Brendan Meyer, and British actor Elliot Knight (right) plays Ward, a hydrologist, in the film “Color Out of Space,” based on H.P. Lovecraft’s story. / photo courtesy of RLJE Films

The movie uses a 93-year-old Lovecraft story about a family slowly destroyed by a nebulous, ethereal kind of threat that leaches into the water and soil and begins to poison and change everything. Regardless the intent the author might have had then, it’s difficult not to see metaphors about the environment now.  

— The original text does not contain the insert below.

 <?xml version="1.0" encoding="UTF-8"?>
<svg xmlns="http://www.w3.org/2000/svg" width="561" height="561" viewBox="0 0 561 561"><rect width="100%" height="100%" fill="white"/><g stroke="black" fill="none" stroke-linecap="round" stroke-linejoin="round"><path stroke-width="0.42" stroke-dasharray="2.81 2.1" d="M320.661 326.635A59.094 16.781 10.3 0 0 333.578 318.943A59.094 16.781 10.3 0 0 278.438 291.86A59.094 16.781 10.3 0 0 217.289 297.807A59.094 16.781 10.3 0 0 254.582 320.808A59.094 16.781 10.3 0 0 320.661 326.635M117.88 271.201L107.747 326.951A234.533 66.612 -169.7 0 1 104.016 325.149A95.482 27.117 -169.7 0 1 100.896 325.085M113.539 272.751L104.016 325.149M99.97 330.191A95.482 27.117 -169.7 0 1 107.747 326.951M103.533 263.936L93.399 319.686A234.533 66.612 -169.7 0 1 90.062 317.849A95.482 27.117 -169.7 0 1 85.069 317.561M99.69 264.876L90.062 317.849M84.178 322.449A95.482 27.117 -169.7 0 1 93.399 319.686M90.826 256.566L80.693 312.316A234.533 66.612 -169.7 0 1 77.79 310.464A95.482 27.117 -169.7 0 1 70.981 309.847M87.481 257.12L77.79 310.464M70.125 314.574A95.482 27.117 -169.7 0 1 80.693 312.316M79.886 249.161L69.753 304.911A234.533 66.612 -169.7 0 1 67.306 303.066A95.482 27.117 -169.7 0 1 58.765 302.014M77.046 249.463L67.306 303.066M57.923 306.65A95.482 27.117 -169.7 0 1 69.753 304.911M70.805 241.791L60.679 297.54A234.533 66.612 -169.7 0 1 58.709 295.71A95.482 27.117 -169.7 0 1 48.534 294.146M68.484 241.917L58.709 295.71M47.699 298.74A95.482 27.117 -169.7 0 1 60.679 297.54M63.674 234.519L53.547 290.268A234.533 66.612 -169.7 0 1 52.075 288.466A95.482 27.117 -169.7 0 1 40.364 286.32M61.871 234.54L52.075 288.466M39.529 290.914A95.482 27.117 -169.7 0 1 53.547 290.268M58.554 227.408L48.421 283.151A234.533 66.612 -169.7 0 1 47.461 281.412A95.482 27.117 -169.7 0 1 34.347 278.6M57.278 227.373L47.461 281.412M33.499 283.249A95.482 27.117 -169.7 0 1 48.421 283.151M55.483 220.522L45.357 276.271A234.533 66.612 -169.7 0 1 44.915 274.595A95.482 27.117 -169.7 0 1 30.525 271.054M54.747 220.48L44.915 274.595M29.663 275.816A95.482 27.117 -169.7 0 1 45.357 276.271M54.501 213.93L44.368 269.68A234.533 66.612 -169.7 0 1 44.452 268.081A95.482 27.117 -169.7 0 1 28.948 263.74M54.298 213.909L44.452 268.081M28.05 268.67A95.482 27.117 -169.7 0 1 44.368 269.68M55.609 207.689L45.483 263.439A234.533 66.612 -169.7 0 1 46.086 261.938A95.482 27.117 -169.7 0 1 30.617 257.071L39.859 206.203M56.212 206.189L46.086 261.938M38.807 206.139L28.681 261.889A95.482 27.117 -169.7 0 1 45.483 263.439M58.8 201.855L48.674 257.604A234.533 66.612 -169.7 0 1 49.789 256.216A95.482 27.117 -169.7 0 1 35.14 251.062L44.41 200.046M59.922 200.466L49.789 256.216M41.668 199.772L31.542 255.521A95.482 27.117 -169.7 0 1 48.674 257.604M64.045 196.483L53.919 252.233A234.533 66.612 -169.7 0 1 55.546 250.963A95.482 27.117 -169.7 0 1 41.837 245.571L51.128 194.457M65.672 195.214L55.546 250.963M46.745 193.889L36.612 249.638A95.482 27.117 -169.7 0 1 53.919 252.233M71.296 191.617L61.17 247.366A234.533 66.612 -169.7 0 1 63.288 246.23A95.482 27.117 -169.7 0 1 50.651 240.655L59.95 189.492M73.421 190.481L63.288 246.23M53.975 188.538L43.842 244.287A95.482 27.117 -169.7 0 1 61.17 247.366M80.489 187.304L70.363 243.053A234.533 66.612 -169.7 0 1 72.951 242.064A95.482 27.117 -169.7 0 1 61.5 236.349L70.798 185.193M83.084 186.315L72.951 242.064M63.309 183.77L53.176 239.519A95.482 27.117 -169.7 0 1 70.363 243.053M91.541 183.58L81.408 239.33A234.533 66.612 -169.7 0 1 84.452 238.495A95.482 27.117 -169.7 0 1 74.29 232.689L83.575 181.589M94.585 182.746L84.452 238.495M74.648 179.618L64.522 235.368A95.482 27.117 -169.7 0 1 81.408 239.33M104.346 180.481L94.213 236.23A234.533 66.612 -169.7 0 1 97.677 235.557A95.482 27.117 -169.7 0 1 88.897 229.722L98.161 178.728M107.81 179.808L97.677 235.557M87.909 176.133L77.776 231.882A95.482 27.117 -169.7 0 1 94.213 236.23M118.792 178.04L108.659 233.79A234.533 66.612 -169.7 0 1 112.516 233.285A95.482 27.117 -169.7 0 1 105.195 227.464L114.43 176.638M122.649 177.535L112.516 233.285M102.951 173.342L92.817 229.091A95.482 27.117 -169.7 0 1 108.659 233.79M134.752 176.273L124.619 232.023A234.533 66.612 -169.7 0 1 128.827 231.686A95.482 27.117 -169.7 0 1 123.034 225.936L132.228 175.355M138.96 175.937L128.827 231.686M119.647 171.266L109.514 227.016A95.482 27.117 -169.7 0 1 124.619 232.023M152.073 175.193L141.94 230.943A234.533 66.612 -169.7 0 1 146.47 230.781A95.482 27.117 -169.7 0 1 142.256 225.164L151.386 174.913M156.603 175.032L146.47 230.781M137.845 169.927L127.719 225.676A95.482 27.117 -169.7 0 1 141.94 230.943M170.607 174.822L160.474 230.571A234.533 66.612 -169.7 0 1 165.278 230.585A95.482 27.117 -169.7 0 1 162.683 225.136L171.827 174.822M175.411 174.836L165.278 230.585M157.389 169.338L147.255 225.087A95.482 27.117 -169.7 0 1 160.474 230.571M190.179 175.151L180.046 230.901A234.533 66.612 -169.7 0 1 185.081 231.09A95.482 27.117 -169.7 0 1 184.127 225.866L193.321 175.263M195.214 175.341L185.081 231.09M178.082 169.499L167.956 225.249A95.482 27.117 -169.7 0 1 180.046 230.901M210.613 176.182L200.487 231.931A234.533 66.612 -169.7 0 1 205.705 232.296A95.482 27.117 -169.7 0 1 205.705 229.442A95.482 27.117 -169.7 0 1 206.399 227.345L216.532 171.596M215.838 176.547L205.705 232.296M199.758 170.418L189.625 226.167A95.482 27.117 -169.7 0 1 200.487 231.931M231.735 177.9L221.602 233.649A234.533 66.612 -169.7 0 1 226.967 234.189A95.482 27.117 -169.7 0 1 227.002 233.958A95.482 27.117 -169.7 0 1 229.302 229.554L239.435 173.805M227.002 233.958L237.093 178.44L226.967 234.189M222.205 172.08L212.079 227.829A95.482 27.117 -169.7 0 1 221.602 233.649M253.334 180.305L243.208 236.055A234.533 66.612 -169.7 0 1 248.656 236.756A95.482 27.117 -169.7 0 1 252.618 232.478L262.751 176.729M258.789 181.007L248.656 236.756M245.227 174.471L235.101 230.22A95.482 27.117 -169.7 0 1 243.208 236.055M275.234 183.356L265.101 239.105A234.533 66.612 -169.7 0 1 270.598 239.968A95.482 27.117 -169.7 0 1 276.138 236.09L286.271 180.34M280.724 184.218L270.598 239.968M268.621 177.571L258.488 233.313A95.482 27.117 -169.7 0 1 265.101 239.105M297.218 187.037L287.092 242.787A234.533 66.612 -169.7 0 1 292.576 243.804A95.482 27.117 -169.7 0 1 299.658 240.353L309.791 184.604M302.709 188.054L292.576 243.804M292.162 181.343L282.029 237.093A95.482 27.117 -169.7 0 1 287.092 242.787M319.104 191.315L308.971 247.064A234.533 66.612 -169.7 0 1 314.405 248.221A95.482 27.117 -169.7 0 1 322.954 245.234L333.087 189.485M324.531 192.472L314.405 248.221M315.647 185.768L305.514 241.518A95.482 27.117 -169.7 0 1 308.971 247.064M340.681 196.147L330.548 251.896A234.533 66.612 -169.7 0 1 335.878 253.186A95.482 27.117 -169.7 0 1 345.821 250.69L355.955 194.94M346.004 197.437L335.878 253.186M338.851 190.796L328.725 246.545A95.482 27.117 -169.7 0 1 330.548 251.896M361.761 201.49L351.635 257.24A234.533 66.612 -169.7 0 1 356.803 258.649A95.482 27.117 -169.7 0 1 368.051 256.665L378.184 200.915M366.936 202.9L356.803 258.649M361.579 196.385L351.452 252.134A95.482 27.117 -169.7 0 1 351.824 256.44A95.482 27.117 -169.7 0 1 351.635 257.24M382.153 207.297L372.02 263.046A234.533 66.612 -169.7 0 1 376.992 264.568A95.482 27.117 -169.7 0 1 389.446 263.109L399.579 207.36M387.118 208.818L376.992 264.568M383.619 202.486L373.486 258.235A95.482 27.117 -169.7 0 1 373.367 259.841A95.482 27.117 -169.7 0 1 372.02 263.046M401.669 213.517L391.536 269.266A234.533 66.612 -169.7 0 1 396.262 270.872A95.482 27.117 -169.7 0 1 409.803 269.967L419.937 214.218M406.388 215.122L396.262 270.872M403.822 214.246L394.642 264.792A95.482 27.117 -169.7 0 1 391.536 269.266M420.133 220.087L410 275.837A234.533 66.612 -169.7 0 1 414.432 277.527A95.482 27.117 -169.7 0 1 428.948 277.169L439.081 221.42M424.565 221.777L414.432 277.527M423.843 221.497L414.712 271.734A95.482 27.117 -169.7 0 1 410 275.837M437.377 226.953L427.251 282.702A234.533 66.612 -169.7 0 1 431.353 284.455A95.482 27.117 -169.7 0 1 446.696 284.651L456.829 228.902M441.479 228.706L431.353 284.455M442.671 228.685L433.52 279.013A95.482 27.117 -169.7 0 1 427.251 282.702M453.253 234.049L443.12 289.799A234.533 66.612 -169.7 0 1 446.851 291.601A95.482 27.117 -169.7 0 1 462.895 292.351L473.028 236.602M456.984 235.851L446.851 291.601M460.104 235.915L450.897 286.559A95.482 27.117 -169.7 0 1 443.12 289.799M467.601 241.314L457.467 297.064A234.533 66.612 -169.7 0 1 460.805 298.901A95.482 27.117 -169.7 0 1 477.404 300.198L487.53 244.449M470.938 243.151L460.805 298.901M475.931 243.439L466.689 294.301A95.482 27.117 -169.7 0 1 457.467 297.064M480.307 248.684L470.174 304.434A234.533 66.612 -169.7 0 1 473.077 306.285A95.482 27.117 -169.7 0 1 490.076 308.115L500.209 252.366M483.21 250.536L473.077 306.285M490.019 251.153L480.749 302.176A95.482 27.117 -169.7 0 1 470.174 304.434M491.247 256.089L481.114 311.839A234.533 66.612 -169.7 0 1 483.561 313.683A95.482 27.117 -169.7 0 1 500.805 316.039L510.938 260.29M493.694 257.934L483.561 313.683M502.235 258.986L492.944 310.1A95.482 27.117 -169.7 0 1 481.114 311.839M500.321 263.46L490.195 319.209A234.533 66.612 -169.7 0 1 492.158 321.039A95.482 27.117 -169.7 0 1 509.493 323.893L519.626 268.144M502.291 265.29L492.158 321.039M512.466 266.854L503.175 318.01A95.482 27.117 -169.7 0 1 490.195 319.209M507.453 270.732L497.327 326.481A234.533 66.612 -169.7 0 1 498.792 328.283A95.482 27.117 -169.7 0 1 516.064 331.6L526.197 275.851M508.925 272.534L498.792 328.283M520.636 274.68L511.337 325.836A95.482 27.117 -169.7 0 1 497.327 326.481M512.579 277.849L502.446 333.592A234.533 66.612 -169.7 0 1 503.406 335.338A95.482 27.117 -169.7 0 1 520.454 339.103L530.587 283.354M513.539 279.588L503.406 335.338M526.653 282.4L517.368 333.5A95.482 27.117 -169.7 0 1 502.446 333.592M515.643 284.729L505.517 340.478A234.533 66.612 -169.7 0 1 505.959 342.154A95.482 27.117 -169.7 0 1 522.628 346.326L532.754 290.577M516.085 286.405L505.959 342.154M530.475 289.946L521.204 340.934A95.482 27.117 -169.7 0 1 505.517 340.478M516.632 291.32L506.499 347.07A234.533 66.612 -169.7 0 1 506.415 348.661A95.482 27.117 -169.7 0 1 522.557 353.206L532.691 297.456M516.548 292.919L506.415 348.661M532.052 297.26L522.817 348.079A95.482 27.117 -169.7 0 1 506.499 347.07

“Because [Ward’s] journey is stapled down by that, I think it’s very powerful,” Knight acknowledges. “It’s devastating. He’s seeing a crisis that goes unseen by everyone. It becomes the people and the people become the color. The air just becomes filthy. It sounds kind of bleak, but it is the situation we face right now.” 

Looking back on the experience of making the film, Knight is proud of the finished product. 

“Having seen it now, it feels like a rollercoaster, I’ve never felt the suspense build up so much. i’m stunned by the end,” he says. And the idea of the story, though it presented its own challenges, it also offered up a uniqueness he says Stanley got right. 

“We didn’t have aliens, we had Richard,” he says. “It’s the theater of the mind for everyone else to believe in. Lovecraft bends it so well and we trusted [Richard] was honoring the soul of Lovecraft.” 

“Color Out of Space” is available for streaming on Youtube, Amazon Prime, Vudu and Google Play.